第三幕

239 どうして(1)

(序幕『舞台という非日常へと向かう日常』より)


 ……そう、キリコさんの言う通り、アイネの様子はたしかにおかしかった。


 会議の中盤あたりから妙にそわそわしだし、俺が進行を受け継いでからはほとんど上の空だった。隊長の妹騒ぎのとき一人だけ沈黙を保っていたのも彼女だ。

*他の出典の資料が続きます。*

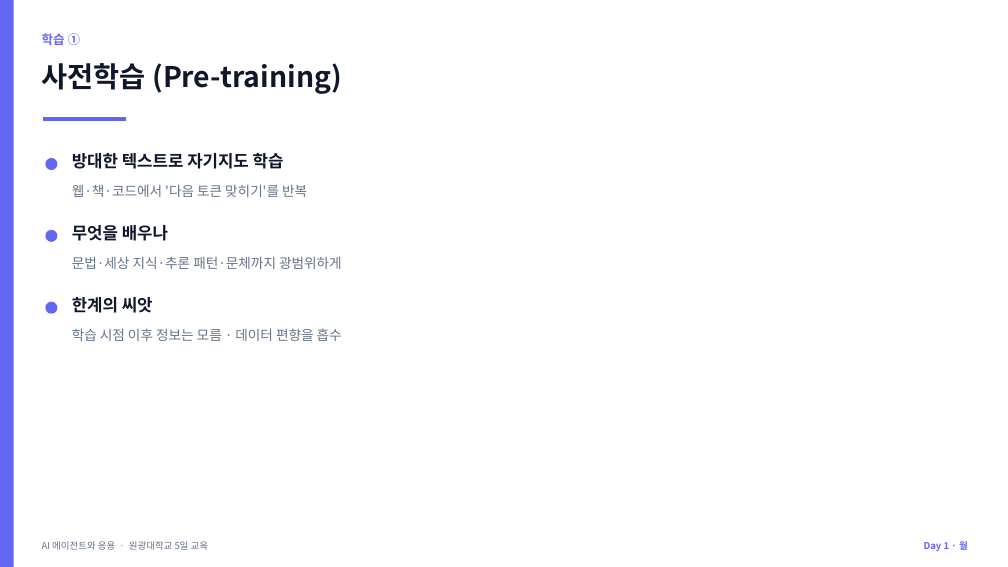
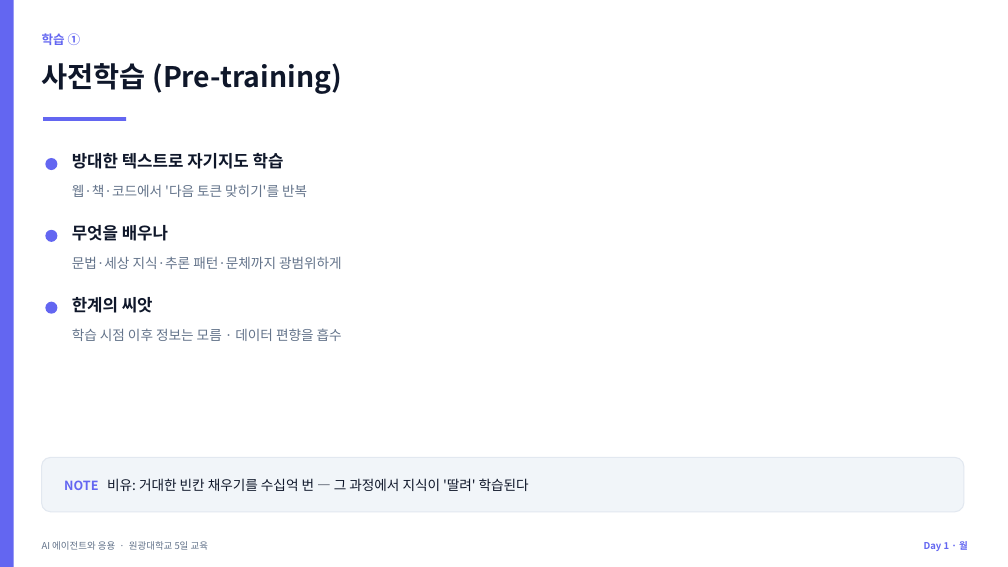
Before and after one commit to jyshin-22/wku-ai-agent-program, a slide deck: slide 8 of slides/day1.pptx. Drawn at 1008x567 pixels with LibreOffice and Linux fonts; fonts in the diff are those of the drawing. Boxes give left, top, right and bottom in pixels: in the first picture for what was removed or moved away, otherwise in the second. Text is boxed around its words. In the diff, an @@ line names an element or a change of style, - is before the commit and + after.

```diff
--- a/slides/day1.pptx
+++ b/slides/day1.pptx
@@ rounded rectangle added at bbox=[42, 457, 964, 512], fill #F1F5F9, outline #E2E8F0 1 pt @@
@@ text added at bbox=[64, 478, 529, 491], 13 pt, text #0F172A @@
+NOTE 비유: 거대한 빈칸 채우기를 수십억 번 — 그 과정에서 지식이 '딸려' 학습된다
```
Also in this commit, not shown: 5 other slides changed, 9 other files.

 一言かけようとしてできなかったのは、朝から尾を引くあのことが関わっているのかも知れないと思ったからだが、どうやら理由は別のところにあったようだ。


「隊長、これからの予定は?」


「特にない」


「大道具は?」


「私一人で十分だ。行っていい」


 隊長の言葉に俺は軽く頷き、勢いよく立ちあがって長椅子を跨ぎ越した。そのまま駆け足に談話室の出口をくぐった。閉まる扉の向こうでペーターが何か言っているのが聞こえたが、無視した。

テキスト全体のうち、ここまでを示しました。